No obstante, pese a la rotundidad manifestada, pasado un tiempo, es harto probable que el pragmatismo y cierta flexibilidad afloren de nuevo en Beijing, tanto para limar aristas con Occidente como para aliviar la presión interna y seguir ensayando fórmulas limitadas de liberalización que no pongan en cuestión, al menos de momento, la fórmula que proporciona la estabilidad y que ejerce de premisa irrenunciable para culminar el proceso de modernización.
En dicha hipótesis, inevitable si China ansía a cualquier atisbo de reconciliación con el exterior que pase página, aunque sea someramente, de los importantes daños causados en su imagen internacional, no sería descartable tampoco la puesta en libertad anticipada de Liu Xiaobo. No bastará con crear un apresurado Premio Confucio para disipar las reservas no solo de los países centrales del sistema internacional sino de muchos otros, en Asia y fuera de ella, que no las tienen todas consigo en relación a una China con un poderío cada vez más indiscutible, que dice renunciar a cualquier forma de mesianismo pero que deja entrever la fuerza de unas reivindicaciones que pudieran imponer, de hecho, limitaciones a la soberanía de otros.
A la contra juega lo delicado del momento actual, con una situación económica en apariencia boyante pero que afronta el severo desafío del cambio en el modelo de desarrollo, circunstancia que genera múltiples tensiones. Por otra parte, coincide con un nuevo tránsito en el equipo dirigente, importante por la amplitud del relevo pero también porque quienes asuman el poder en 2012 tendrán la enorme responsabilidad histórica de conducir el país a la supremacía global, una carrera que suscita la exacerbación de celos y temores en Occidente, obligando, en paralelo, a extremar las cautelas internas para evitar derrapes en el proceso, en un contexto marcado igualmente por la multiplicación de las luchas de poder, reflejando ansias de influencia pero también visiones contrapuestas en cuanto al futuro político del país.

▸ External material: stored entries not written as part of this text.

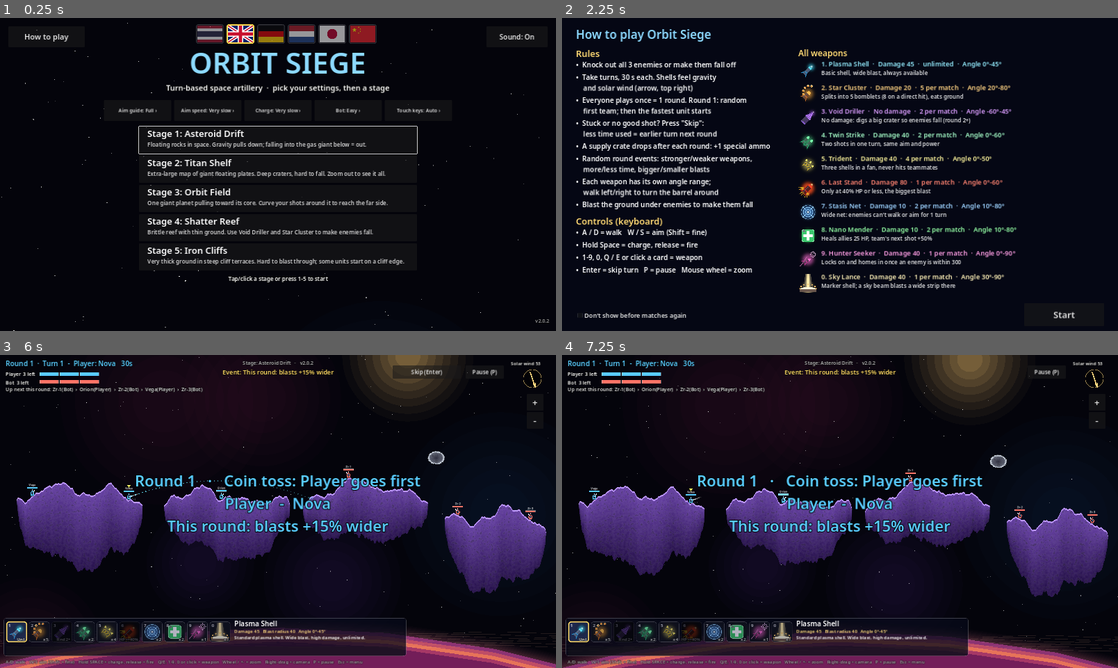
Above: before the commit, frames 1-4 (two rows, left to right).
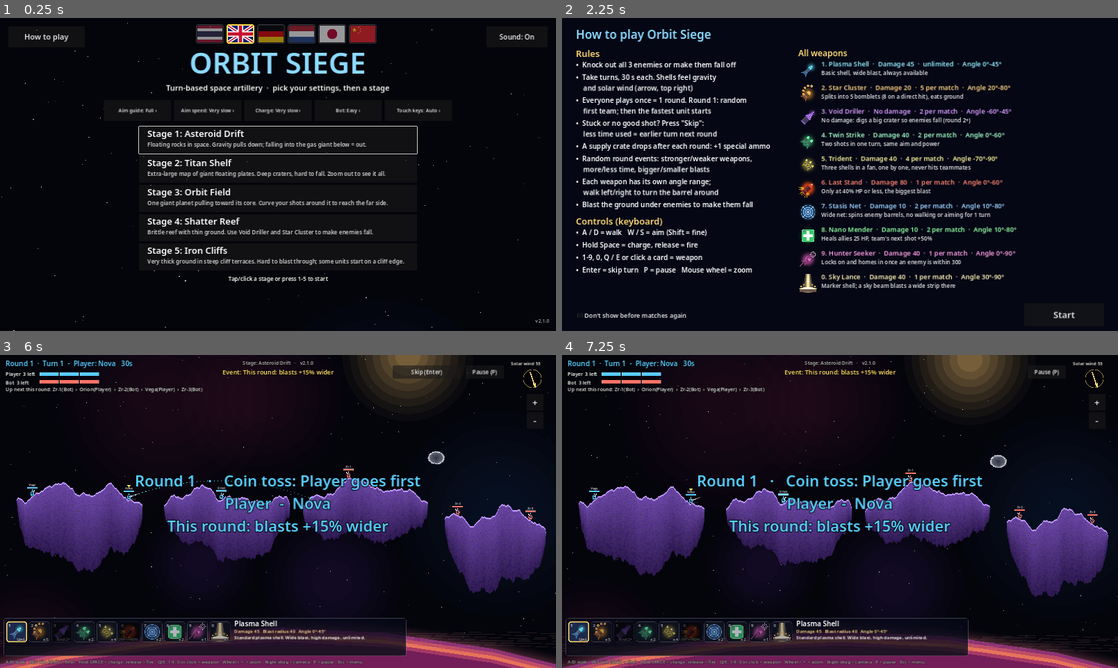
Above: after the commit, the same moments.

Repository: Pid924/OrbitSiege
Game: Godot game, scene res://scenes/menu.tscn
The game is run twice, just before and just after one commit, with the same random seed, the same clock (stepped at 60 frames per second) and the same inputs.
Inputs:
- Up to frame 1 (0.25 s): no input
- Up to frame 2 (2.25 s): click "Bot: Easy ›" at 0.5 s; click "Bot: Normal ›" at 1.25 s; click "Stage 1: Asteroid Drift" at 2 s
- Up to frame 3 (6 s): click "Stage 1: Asteroid Drift" at 2.75 s; click "Don't show before matches aga…" at 3.5 s; click "Don't show before matches aga…" at 4.25 s; click "Don't show before matches aga…" at 5 s; click "Start" at 5.75 s
- Up to frame 4 (7.25 s): click "Skip (Enter)" at 6.5 s

The runs differ from the first frame. In frame 1, less than 0.1% of the frame differs, in the area x 97-99%, y 96-98%; in frame 2, 0.5%, in the area x 51-79%, y 44-64%; in frame 3, less than 0.1%; in frame 4, less than 0.1%.

Commit message:
2.1.0: Trident any angle + 0.5 s volley, Stasis Net spins barrels, climb 12 px, multi-finger touch buttons
Co-Authored-By: Claude Opus 5.5 <noreply@anthropic.com>
Claude-Session: https://claude.ai/code/session_01Lo9zaQgDYn7BjieRUw61Dn

Diff:
--- a/project.godot
+++ b/project.godot
@@ -5,7 +5,7 @@
 
 config/name="Orbit Siege"
 config/description="Turn-based space artillery prototype."
-config/version="2.0.2"
+config/version="2.1.0"
 config/icon="res://icon.png"
 run/main_scene="res://scenes/menu.tscn"
 config/features=PackedStringArray("4.2", "GL Compatibility")
--- a/scripts/game/game_settings.gd
+++ b/scripts/game/game_settings.gd
@@ -39,7 +39,7 @@
 
 ## How much of the predicted flight path the human player sees, in seconds of flight.
 const GUIDE_OPTIONS := [["ปิด", 0.0], ["สั้น", 0.35], ["กลาง", 0.9], ["ยาว", 2.0], ["เต็มเส้น", 12.0]]
-const VERSION := "2.0.2"
+const VERSION := "2.1.0"
 
 ## [label, seconds to fill the charge bar] for the human player.
 const CHARGE_OPTIONS := [["ช้ามาก", 5.0], ["ช้า", 3.6], ["ปกติ", 2.6], ["เร็ว", 1.6]]
--- a/scripts/game/i18n_table.gd
+++ b/scripts/game/i18n_table.gd
@@ -81,9 +81,9 @@
 	"กระทบแล้วแตกเป็นลูกย่อย 5 ลูก ถ้าโดนตัวศัตรูจัง ๆ แตก 8 ลูก กินพื้นหายไปเยอะ ทำให้ศัตรูร่วงได้": ["Splits into 5 bomb …(359 unchanged characters)…
 	"ไม่มีดาเมจ เจาะทะลุพื้นเป็นอุโมงค์กว้าง แล้วทลายพื้นเป็นหลุมใหญ่ (รัศมี 78) ทำให้ศัตรูร่วง ใช้ได้ตั้งแต่รอบ 2": ["No  …(396 unchanged characters)…
 	"ยิงได้ 2 ครั้งในตาเดียว ด้วยมุมและแรงเดิม นัดที่สองซ้ำจุดเดิมให้หลุมลึกขึ้น": ["Fires twice in one turn with the same …(304 unchanged characters)…
-	"ยิงออกเป็น 3 นัดพร้อมกันแบบพัด กระจายโดนศัตรูได้ถึง 3 ตัว และไม่โดนเพื่อนร่วมทีม": ["Fires 3 shells at once in a fan; can hit up to 3 enemies and never hurts teammates.", "Feuert 3 Granaten im Fächer, trifft bis zu 3 Gegner und nie Verbündete.", "Vuurt 3 granaten in een waaier, raakt tot 3 vijanden en nooit teamgenoten.", "3発を扇状に同時発射。最大3体の敵に当たり、\n味方には当たらない。", "扇形同时发射3发，最多可命中3个敌人，\n不会伤到队友。"],
+	"ยิง 3 นัดแบบพัด ทีละนัดห่างกัน 0.5 วินาที เล็งได้ทุกมุม กระจายโดนศัตรูได้ถึง 3 ตัว และไม่โดนเพื่อนร่วมทีม": ["Fires 3 shells in a fan, one every 0.5 s, at any angle; can hit up to 3 enemies and never hurts teammates.", "Feuert 3 Granaten im Fächer, alle 0,5 s eine, in jedem Winkel; trifft bis zu 3 Gegner und nie Verbündete.", "Vuurt 3 granaten in een waaier, elke 0,5 s één, in elke hoek; raakt tot 3 vijanden en nooit teamgenoten.", "3発を扇状に0.5秒ずつ順に発射、角度制限なし。\n最大3体の敵に当たり、味方には当たらない。", "扇形发射3发，每0.5秒一发，任意角度，\n最多命中3个敌人，不伤队友。"],
 	"ปลดล็อกเมื่อเลือดเหลือไม่เกิน 40% ระเบิดรุนแรงที่สุดในเกม ใช้ได้ครั้งเดียว": ["Unlocks at 40% HP or less. The stronge …(260 unchanged characters)…
-	"ปล่อยตาข่ายพลังงานวงกว้าง ศัตรูในวงจะเดินและหมุนปืนไม่ได้ในตาถัดไปของตัวเอง": ["Throws a wide energy net. Enemies inside cannot walk or aim on their next turn.", "Wirft ein großes Energienetz. Gegner darin können im nächsten Zug weder laufen noch zielen.", "Gooit een groot energienet. Vijanden erin kunnen hun volgende beurt niet lopen of richten.", "広範囲のエネルギーネット。範囲内の敵は\n次のターン、移動も照準もできない。", "释放大范围能量网，\n网内敌人下回合无法移动和瞄准。"],
+	"ปล่อยตาข่ายพลังงานวงกว้าง ศัตรูในวงโดนสุ่มมุมปืนใหม่ และจะเดินและหมุนปืนไม่ได้ในตาถัดไปของตัวเอง": ["Throws a wide energy net. Enemies inside get their barrel spun to a random angle and cannot walk or aim on their next turn.", "Wirft ein großes Energienetz. Gegner darin bekommen einen zufälligen Rohrwinkel und können im nächsten Zug weder laufen noch zielen.", "Gooit een groot energienet. Vijanden erin krijgen een willekeurige loophoek en kunnen hun volgende beurt niet lopen of richten.", "広範囲のエネルギーネット。範囲内の敵は砲身がランダムな角度になり、\n次のターン、移動も照準もできない。", "释放大范围能量网，网内敌人炮管被随机转向，\n下回合无法移动和瞄准。"],
 	"ฮีล 25 HP ให้เพื่อนทุกคนในวง และนัดถัดไปของทีม (อาวุธใดก็ได้) แรงขึ้น 50%": ["Heals allies in range by 25 HP, and you …(313 unchanged characters)…
 	"กระสุนติดตาม บินตามวิถีปกติจนมีศัตรูอยู่ในระยะ 300 แล้วล็อกเป้า เลี้ยวตามไปเองไม่สนแรงโน้มถ่วง ใช้ได้ครั้งเดียว": ["H …(459 unchanged characters)…
 	"ยิงลูกบอกพิกัดไปตกตรงไหน ลำแสงจากฟ้าจะยิงลงมาถล่มพื้นตรงนั้นเป็นวงกว้าง ใช้ได้ครั้งเดียว": ["Fires a marker; a beam f …(327 unchanged characters)…
@@ -91,7 +91,8 @@
 	"แตกเป็นลูกย่อย 5 ลูก โดนตัวจัง ๆ แตก 8 ลูก กินพื้นเยอะ": ["Splits into 5 bomblets (8 on a direct hit), eats ground", "5 Bomblets (8 bei Volltreffer), frisst viel Boden", "5 bommetjes (8 bij voltreffer), vreet grond weg", "子弾5個（直撃で8個）に分裂、地面を大きく削る", "分裂5颗子弹（直接命中8颗），大量削地"],
 	"ไม่มีดาเมจ เจาะพื้นเป็นหลุมใหญ่ ทำให้ศัตรูร่วง ใช้ได้ตั้งแต่รอบ 2": ["No damage: digs a big crater so enemies fall (r …(193 unchanged characters)…
 	"ยิง 2 นัดในตาเดียว มุมและแรงเดิม": ["Two shots in one turn, same aim and power", "Zwei Schüsse pro Zug, gleiches Zielen", "Twee schoten per beurt, zelfde richting", "1ターンに同じ狙いで2発", "一回合两发，角度力度相同"],
-	"ยิง 3 นัดพร้อมกันแบบพัด ไม่โดนเพื่อน": ["Three shells in a fan, never hits teammates", "Drei Granaten im Fächer, trifft nie Verbündete", "Drie granaten in een waaier, raakt nooit teamgenoten", "3発を扇状に同時発射、味方に当たらない", "扇形同时发射3发，不伤队友"],
+	"ยิง 3 นัดแบบพัด ทีละนัด ไม่โดนเพื่อน": ["Three shells in a fan, one by one, never hits teammates", "Drei Granaten im Fächer nacheinander, trifft nie Verbündete", "Drie granaten in een waaier na elkaar, raakt nooit teamgenoten", "3発を扇状に順番に発射、味方に当たらない", "扇形依次发射3发，不伤队友"],
+	"ตาข่ายวงกว้าง สุ่มมุมปืนศัตรู เดินและหมุนปืนไม่ได้ 1 ตา": ["Wide net: spins enemy barrels, no walking or aiming for 1 turn", "Großes Netz: dreht gegnerische Rohre, 1 Zug kein Laufen oder Zielen", "Groot net: draait vijandelijke lopen, 1 beurt niet lopen of richten", "広範囲ネット：敵の砲身をランダムにし、1ターン移動・照準不可", "大范围网：随机转动敌人炮管，1回合无法移动和瞄准"],
 	"ใช้ได้เมื่อ HP ไม่เกิน 40% ระเบิดแรงที่สุด": ["Only at 40% HP or less, the biggest blast", "Nur ab 40% HP oder weniger, stärkste Explosion", "Alleen bij 40% HP of minder, grootste explosie", "HP40%以下で使用可、最強の爆発", "HP不高于40%时可用，最强爆炸"],
 	"ตาข่ายวงกว้าง ศัตรูในวงเดินและหมุนปืนไม่ได้ 1 ตา": ["Wide net: enemies can't walk or aim for 1 turn", "Großes Netz: Gegner 1 Zug ohne Laufen und Zielen", "Groot net: vijanden 1 beurt niet lopen of richten", "広い網。敵は1ターン移動も照準もできない", "大网，敌人1回合不能移动和瞄准"],
 	"ฮีลเพื่อน 25 HP และนัดถัดไปของทีมแรงขึ้น 50%": ["Heals allies 25 HP, team's next shot +50%", "Heilt 25 HP, nächster Teamschuss +50%", "Heelt 25 HP, volgend teamschot +50%", "味方をHP25回復、次の攻撃+50%", "队友恢复25 HP，下一发+50%"],
@@ -146,7 +147,7 @@
 	"รัศมีระเบิด %d": ["Blast radius %d", "Explosionsradius %d", "Explosiestraal %d", "爆発範囲 %d", "爆炸半径 %d"],
 	"ลูกย่อย %d": ["Bomblets %d", "Bomblets %d", "Bommetjes %d", "子弾 %d", "子弹 %d"],
 	"ยิง %d ครั้ง": ["%d shots", "%d Schüsse", "%d schoten", "%d回発射", "发射%d次"],
-	"%d นัดพร้อมกัน": ["%d at once", "%d gleichzeitig", "%d tegelijk", "%d発同時", "同时%d发"],
+	"%d นัด": ["%d shells", "%d Granaten", "%d granaten", "%d発", "%d发"],
 	"วงตาข่าย %d": ["Net radius %d", "Netzradius %d", "Netstraal %d", "網の範囲 %d", "网范围 %d"],
 	"รอบ %d   ·   สุ่มแล้ว: %s เริ่มก่อน": ["Round %d   ·   Coin toss: %s goes first", "Runde %d   ·   Münzwurf: %s beginnt", "Ronde %d   ·   Loting: %s begint", "ラウンド %d   ·   抽選: %sが先攻", "第%d轮   ·   随机：%s先手"],
 	"รอบ %d   ·   %s เริ่มก่อน (ใช้เวลาน้อยสุด)": ["Round %d   ·   %s goes first (fastest)", "Runde %d   ·   %s beginnt (am schnellsten)", "Ronde %d   ·   %s begint (snelste)", "ラウンド %d   ·   %sが先攻（最速）", "第%d轮   ·   %s先手（用时最短）"],
--- a/scripts/game/match.gd
+++ b/scripts/game/match.gd
@@ -74,6 +74,7 @@
 var shots_left := 0
 var refire_timer := 0.0
 var last_shot := {}
+var volley: Array = []  # shells still to fire one by one: [seconds left, angle offset]
 var crates: Array = []
 ## A round = every living unit plays once. Round 1 starts with a coin toss for the first team;
 ## later rounds start with whoever used the least time last round, teams still taking turns.
@@ -467,12 +468,30 @@
 	var w := Weapons.get_def(shot.weapon)
 	var count := int(w.get("spread", 1))
 	var step := deg_to_rad(w.get("spread_deg", 0.0))
+	var gap: float = w.get("volley_gap", 0.0)
+	for k in count:
+		var offset := (k - (count - 1) / 2.0) * step
+		if gap > 0.0 and k > 0:
+			volley.append([gap * k, offset])  # Trident: the fan goes out one shell at a time
+		else:
+			_launch_one(shot, offset)
+
+
+func _launch_one(shot: Dictionary, offset: float) -> void:
 	sfx.play("fire")
-	for k in count:
-		active_unit.aim_angle = shot.angle + (k - (count - 1) / 2.0) * step
-		var vel: Vector2 = active_unit.aim_dir() * shot.power * SpacePhysics.MAX_SPEED
-		_spawn_projectile(active_unit.muzzle(), vel, shot.weapon)
+	active_unit.aim_angle = shot.angle + offset
+	var vel: Vector2 = active_unit.aim_dir() * shot.power * SpacePhysics.MAX_SPEED
+	_spawn_projectile(active_unit.muzzle(), vel, shot.weapon)
 	active_unit.aim_angle = shot.angle
+
+
+func _tick_volley(delta: float) -> void:
+	for v in volley.duplicate():
+		v[0] -= delta
+		if v[0] <= 0.0:
+			volley.erase(v)
+			if active_unit.alive:
+				_launch_one(last_shot, v[1])
 
 
 func _spawn_projectile(pos: Vector2, vel: Vector2, weapon: String, ignore_time := 0.15) -> void:
@@ -547,7 +566,8 @@
 					projectiles.erase(p)
 					p.queue_free()
 			_tick_strikes(delta)
-			if projectiles.is_empty() and pending_strikes.is_empty():
+			_tick_volley(delta)
+			if projectiles.is_empty() and pending_strikes.is_empty() and volley.is_empty():
 				if shots_left > 0 and active_unit.alive:
 					refire_timer += delta
 					if refire_timer >= REFIRE_DELAY:
@@ -661,6 +681,9 @@
 		var d := c.distance_to(pos)
 		if w.has("root_radius") and u.team != shooter_team and d < w.root_radius:
 			u.rooted_turns = 1
+			# The net also spins the barrel: a random side and angle, kept until the net wears off.
+			var side := 1 if rng.randf() < 0.5 else -1
+			u.aim_angle = side * deg_to_rad(rng.randf_range(0.0, 160.0))
 			_float_text(c + Vector2(0, -46), L.t("ติดตาข่าย!"), Color(0.6, 0.85, 1.0))
 		if d >= reach:
 			continue
@@ -880,6 +903,7 @@
 	if not weapon_available(current_team, current_weapon_id()):
 		team_weapon[current_team] = 0
 	shots_left = 0
+	volley.clear()
 	refire_timer = 0.0
 	camera.follow(active_unit.position, true)
 	turn_start_time = TURN_TIME + _event_value("time")
--- a/scripts/game/unit.gd
+++ b/scripts/game/unit.gd
@@ -5,7 +5,7 @@
 
 const MAX_HP := 100
 const WALK_SPEED := 45.0
-const CLIMB := 6
+const CLIMB := 12  # steepest step (px) a unit walks up
 const SAFE_DROP := 28  # walking never steps off a ledge deeper than this
 const AIM_LIMIT := 2.8
 
--- a/scripts/sim/weapons.gd
+++ b/scripts/sim/weapons.gd
@@ -43,9 +43,9 @@
 		"desc": "ยิงได้ 2 ครั้งในตาเดียว ด้วยมุมและแรงเดิม นัดที่สองซ้ำจุดเดิมให้หลุมลึกขึ้น",
 	},
 	"triple": {
-		"name": "Trident", "radius": 26.0, "damage": 40.0, "ammo": 4, "spread": 3, "spread_deg": 6.0, "friendly_safe": true, "elev": Vector2(0, 50),
+		"name": "Trident", "radius": 26.0, "damage": 40.0, "ammo": 4, "spread": 3, "spread_deg": 6.0, "volley_gap": 0.5, "friendly_safe": true, "elev": Vector2(-70, 90),
 		"color": Color(1.0, 0.95, 0.45), "icon": "res://assets/weapons/triple.png",
-		"desc": "ยิงออกเป็น 3 นัดพร้อมกันแบบพัด กระจายโดนศัตรูได้ถึง 3 ตัว และไม่โดนเพื่อนร่วมทีม",
+		"desc": "ยิง 3 นัดแบบพัด ทีละนัดห่างกัน 0.5 วินาที เล็งได้ทุกมุม กระจายโดนศัตรูได้ถึง 3 ตัว และไม่โดนเพื่อนร่วมทีม",
 	},
 	"rage": {
 		"name": "Last Stand", "radius": 60.0, "damage": 80.0, "ammo": 1, "hp_ratio_max": 0.4, "elev": Vector2(0, 60),
@@ -55,7 +55,7 @@
 	"snare": {
 		"name": "Stasis Net", "radius": 22.0, "damage": 10.0, "ammo": 2, "root_radius": 140.0, "elev": Vector2(10, 80),
 		"color": Color(0.45, 0.75, 1.0), "icon": "res://assets/weapons/snare.png",
-		"desc": "ปล่อยตาข่ายพลังงานวงกว้าง ศัตรูในวงจะเดินและหมุนปืนไม่ได้ในตาถัดไปของตัวเอง",
+		"desc": "ปล่อยตาข่ายพลังงานวงกว้าง ศัตรูในวงโดนสุ่มมุมปืนใหม่ และจะเดินและหมุนปืนไม่ได้ในตาถัดไปของตัวเอง",
 	},
 	"mender": {
 		"name": "Nano Mender", "radius": 0.0, "damage": 10.0, "ammo": 2, "heal": 25, "heal_radius": 130.0, "boost": 0.5, "elev": Vector2(10, 80),
--- a/scripts/ui/how_to_play.gd
+++ b/scripts/ui/how_to_play.gd
@@ -15,9 +15,9 @@
 	"cluster": "แตกเป็นลูกย่อย 5 ลูก โดนตัวจัง ๆ แตก 8 ลูก กินพื้นเยอะ",
 	"driller": "ไม่มีดาเมจ เจาะพื้นเป็นหลุมใหญ่ ทำให้ศัตรูร่วง ใช้ได้ตั้งแต่รอบ 2",
 	"double": "ยิง 2 นัดในตาเดียว มุมและแรงเดิม",
-	"triple": "ยิง 3 นัดพร้อมกันแบบพัด ไม่โดนเพื่อน",
+	"triple": "ยิง 3 นัดแบบพัด ทีละนัด ไม่โดนเพื่อน",
 	"rage": "ใช้ได้เมื่อ HP ไม่เกิน 40% ระเบิดแรงที่สุด",
-	"snare": "ตาข่ายวงกว้าง ศัตรูในวงเดินและหมุนปืนไม่ได้ 1 ตา",
+	"snare": "ตาข่ายวงกว้าง สุ่มมุมปืนศัตรู เดินและหมุนปืนไม่ได้ 1 ตา",
 	"mender": "ฮีลเพื่อน 25 HP และนัดถัดไปของทีมแรงขึ้น 50%",
 	"seeker": "เมื่อศัตรูอยู่ในระยะ 300 จะล็อกแล้วเลี้ยวไล่เอง",
 	"sky": "ยิงลูกบอกพิกัด ลำแสงจากฟ้าถล่มพื้นตรงนั้นเป็นวงกว้าง",
--- a/scripts/ui/hud.gd
+++ b/scripts/ui/hud.gd
@@ -414,7 +414,7 @@
 	if w.has("shots"):
 		parts.append(L.t("ยิง %d ครั้ง") % w.shots)
 	if w.has("spread"):
-		parts.append(L.t("%d นัดพร้อมกัน") % w.spread)
+		parts.append(L.t("%d นัด") % w.spread)
 	if w.has("root_radius"):
 		parts.append(L.t("วงตาข่าย %d") % w.root_radius)
 	return "   ".join(parts)
--- a/scripts/ui/touch_controls.gd
+++ b/scripts/ui/touch_controls.gd
@@ -12,6 +12,12 @@
 var picker_ammo: Array = []
 var fine_button: Button
 var held := 0  # how many on-screen buttons are held
+## Hold buttons track every finger themselves: Godot buttons only follow the first finger,
+## so walking while holding the aim (or fire) button needs this.
+var _holds := {}  # button -> on_change callable
+var _fingers := {}  # finger index (or MOUSE_FINGER) -> button it is on
+const MOUSE_FINGER := -100
+const EMULATED_MOUSE := -1  # device id of mouse events Godot makes from touches
 var picker_opened := false  # this turn; the HUD stops nudging once the player has looked
 
 
@@ -78,16 +84,81 @@
 	b.add_theme_stylebox_override("normal", _style(Color(0.08, 0.1, 0.2, 0.6), 18))
 	b.add_theme_stylebox_override("hover", _style(Color(0.08, 0.1, 0.2, 0.6), 18))
 	b.add_theme_stylebox_override("pressed", _style(Color(0.25, 0.4, 0.7, 0.85), 18))
-	b.button_down.connect(func():
-		held += 1
-		if player:
-			on_change.call(true))
-	b.button_up.connect(func():
-		held = maxi(0, held - 1)
-		if player:
-			on_change.call(false))
+	b.toggle_mode = true  # "pressed" look while a finger is on it; _input sets it
+	b.mouse_filter = Control.MOUSE_FILTER_IGNORE
+	_holds[b] = on_change
 	add_child(b)
 	return b
+
+
+func _hold_at(pos: Vector2):
+	for b in _holds:
+		if b.is_visible_in_tree() and b.get_global_rect().has_point(pos):
+			return b
+	return null
+
+
+func _input(event: InputEvent) -> void:
+	if not is_visible_in_tree() or picker.visible:
+		return
+	var finger = null
+	var down := false
+	var moved := false
+	if event is InputEventScreenTouch:
+		finger = event.index
+		down = event.pressed
+	elif event is InputEventScreenDrag:
+		finger = event.index
+		moved = true
+	elif event is InputEventMouseButton and event.button_index == MOUSE_BUTTON_LEFT:
+		if event.device == EMULATED_MOUSE:
+			if _hold_at(event.position):
+				get_viewport().set_input_as_handled()  # the touch itself is handled above
+			return
+		finger = MOUSE_FINGER
+		down = event.pressed
+	elif event is InputEventMouseMotion and _fingers.has(MOUSE_FINGER) and event.device != EMULATED_MOUSE:
+		finger = MOUSE_FINGER
+		moved = true
+	else:
+		return
+	var before = _fingers.get(finger)
+	if moved:
+		if before == null:
+			return
+		var now = _hold_at(event.position)
+		if now:
+			_fingers[finger] = now  # sliding from one button to the next
+		else:
+			_fingers.erase(finger)
+	elif down:
+		var b = _hold_at(event.position)
+		if b == null:
+			return
+		_fingers[finger] = b
+	else:
+		if before == null:
+			return
+		_fingers.erase(finger)
+	get_viewport().set_input_as_handled()
+	_sync_holds()
+
+
+## Each hold button is on while at least one finger is on it.
+func _sync_holds() -> void:
+	held = _fingers.size()
+	var on := _fingers.values()
+	for b in _holds:
+		var pressed: bool = b in on
+		if pressed != b.button_pressed:
+			b.set_pressed_no_signal(pressed)
+			if player:
+				_holds[b].call(pressed)
+
+
+func release_all() -> void:
+	_fingers.clear()
+	_sync_holds()
 
 
 func _style(color: Color, radius: int) -> StyleBoxFlat:
@@ -185,3 +256,5 @@
 		picker.visible = false
 		if fine_button.button_pressed:
 			fine_button.button_pressed = false
+		if not _fingers.is_empty():
+			release_all()
Binary file changed: assets/fonts/noto-sans-ja-600.woff2
Binary file changed: assets/fonts/noto-sans-zh-600.woff2
Not shown, changed: CHANGELOG.md
Not shown, changed: docs/index.pck

Es verdad que no se pueden negar ciertos avances en materia de derechos humanos en China, especialmente en el orden socioeconómico. No obstante, en lo político, las mejoras son lentas cuando no abiertamente contradictorias. El propio PCCh lo ha reconocido en 2007 al situar la democratización en la agenda de la reforma. Hasta ahora, China siempre ha reclamado comprensión y paciencia, pero el Nobel a Liu Xiaobo ha parecido resucitar viejos clichés de orden ideológico o estratégico que difícilmente pueden rivalizar con el valor ético de la decisión del comité Nobel que viene a poner en evidencia los déficits de su proceso. Insistir en dicha vía no tiene futuro.
No es previsible que el recurso a la coartada nacionalista opaque fácilmente la decisión de Oslo e incluso cabe imaginar que pueda acentuar tanto la querencia social por el pleno reconocimiento de las libertades básicas como el debate interno en el seno del PCCh para afrontar esa quinta modernización siempre pendiente que, necesariamente, tendrá que reflejar el creciente pluralismo que aflora en una sociedad en permanente evolución.